The map makers’ “politics-only story could not account, as a statistical matter, for their large-scale exclusion of African-American citizens.” The panel found the challengers’ version of events more credible and did not believe state officials, she wrote.
“In reviewing those conclusions, the majority goes seriously wrong,” the justice wrote.
The majority was required to give “significant deference” to the district court’s view of events and uphold it so long as it was “plausible.” Had it done so, the state would have had to redraw the district given that the challengers “introduced more than enough evidence of racial gerrymandering to support the District Court’s judgment.”
The majority here “picks and chooses evidence to its liking; ignores or minimizes less convenient proof; disdains the panel’s judgments about witness credibility; and makes a series of mistakes about expert opinions,” Justice Kagan wrote.
“The majority declares that it knows better than the District Court what happened in a South Carolina map-drawing room to produce District 1,” but its opinion betrays “its distance from and lack of familiarity with, the events and evidence central to this case.”
The majority gave “the wrong side” the benefit of the doubt, treating any “possibility” that favors the state as “dispositive,” Justice Kagan added.
The majority also “invents a new rule of evidence to burden plaintiffs in racial-gerrymandering cases,” so that going forward courts will have to draw an adverse inference against map challengers “when they do not submit a so-called alternative map—no matter how much proof of a constitutional violation they otherwise present.”
The majority is encouraging racial gerrymandering by states, she wrote.
The majority is saying, “Go ahead, though you have no recognized justification for using race, such as to comply with statutes ensuring equal voting rights. Go ahead, though you are (at best) using race as a short-cut to bring about partisan gains—to elect more Republicans in one case, more Democrats in another.
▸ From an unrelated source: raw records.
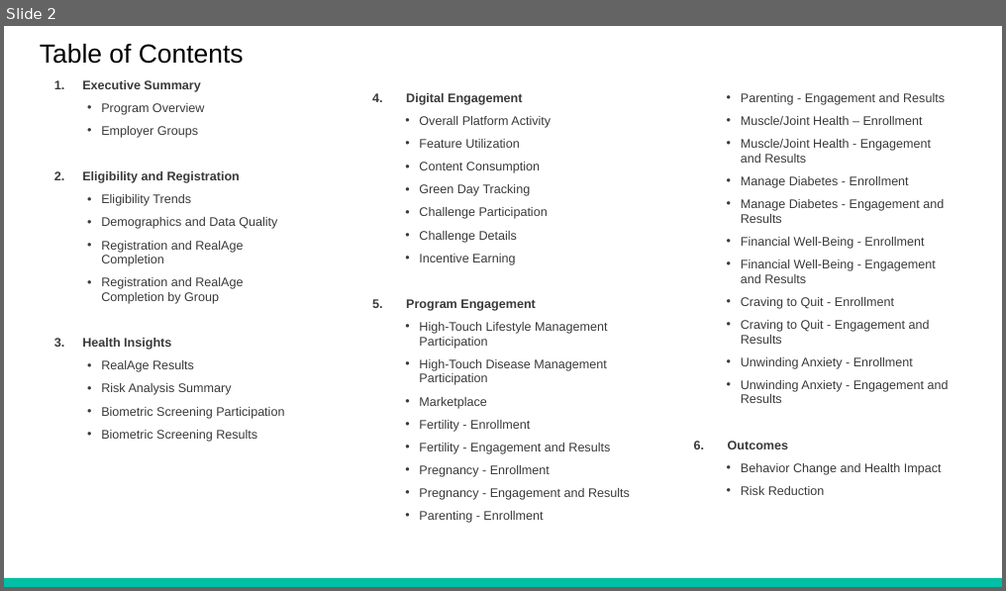
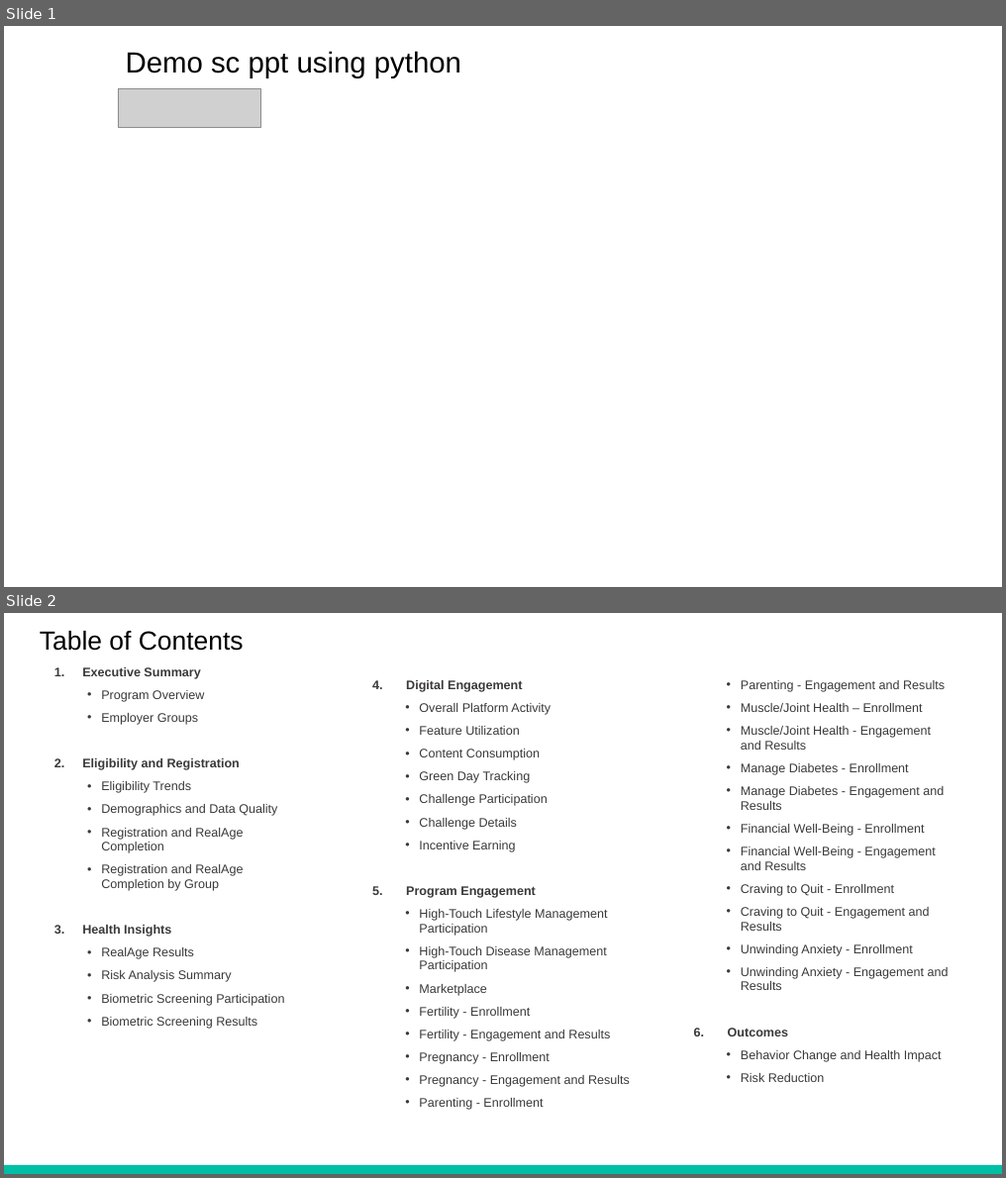
Before and after one commit to Abhinavk1243/python-learning, a slide deck: scripts/ppt_generation/ppts/output_4.pptx. Shown one above the other, each under a label of ours: slide 2 before the commit, slides 1 and 2 after it. The pictures are 1006x591 and 1006x1178 pixels, drawn with LibreOffice and Linux fonts; fonts in the diff are those of the drawing; grey boxes stand for pictures; background and template pictures are left out. Boxes give left, top, right and bottom in pixels: in the first picture for what was removed or moved away, otherwise in the second. Text is boxed around its words. In the diff, an @@ line names an element or a change of style, - is before the commit and + after.

```diff
--- a/scripts/ppt_generation/ppts/output_4.pptx
+++ b/scripts/ppt_generation/ppts/output_4.pptx
@@ slide 1 added at [4, 26, 1002, 587], background #FFFFFF @@
@@ title added at [126, 51, 461, 78], 28 pt, text #000000 @@
+Demo sc ppt using python
@@ picture added at [118, 89, 261, 128] @@
```
Also in this commit, not shown: 1 slide changed, 1 slide removed, 11 other files.
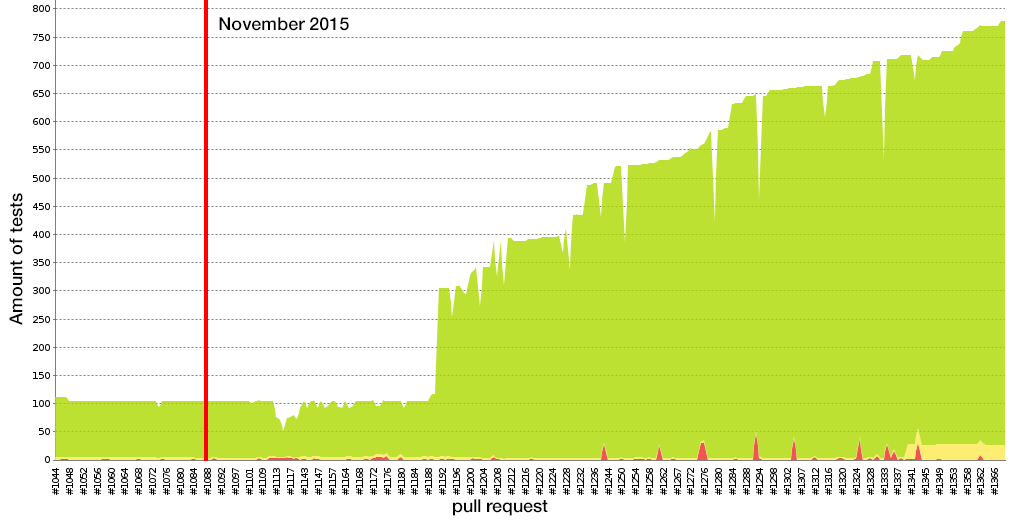
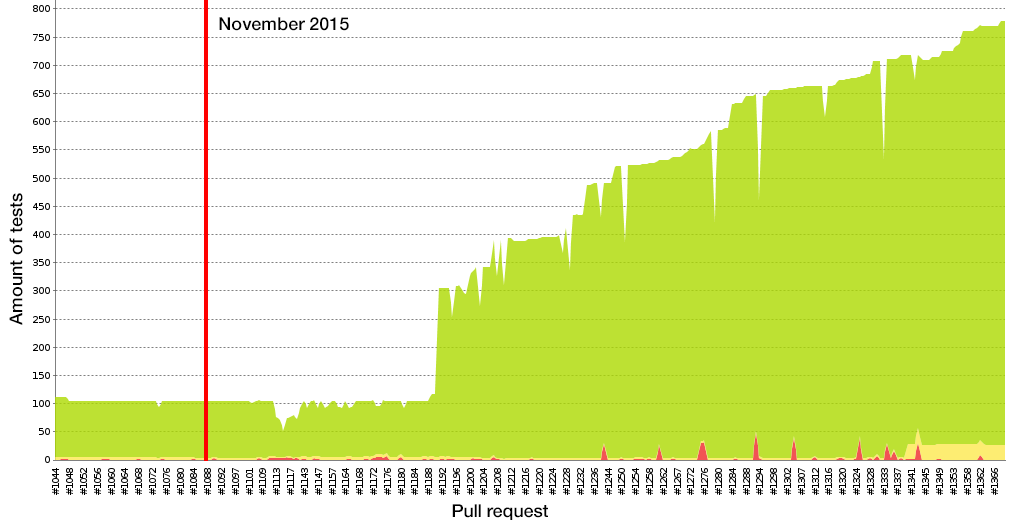
Two versions of the same layered image (1010x520). Layer-by-layer changes:
renamed "pull request" to "Pull request", painted on it over [452, 499, 548, 520]

It will be easy enough to cover your tracks in the end: Just raise a ‘possibility’ of non-race-based decision-making, and it will be ‘dispositive.’”
This will allow map makers to continue “sorting citizens, built on racial generalizations and exploiting racial divisions,” Justice Kagan wrote.
The NAACP expressed displeasure at the majority opinion.
“Today, the Supreme Court has failed the American people,” Brenda Murphy, president of the South Carolina State Conference of the NAACP, said in a statement.
“Voting rights have taken another gut punch, and the future of democracy in South Carolina is dangling by a thread. Make no mistake – we are not backing down from this fight.”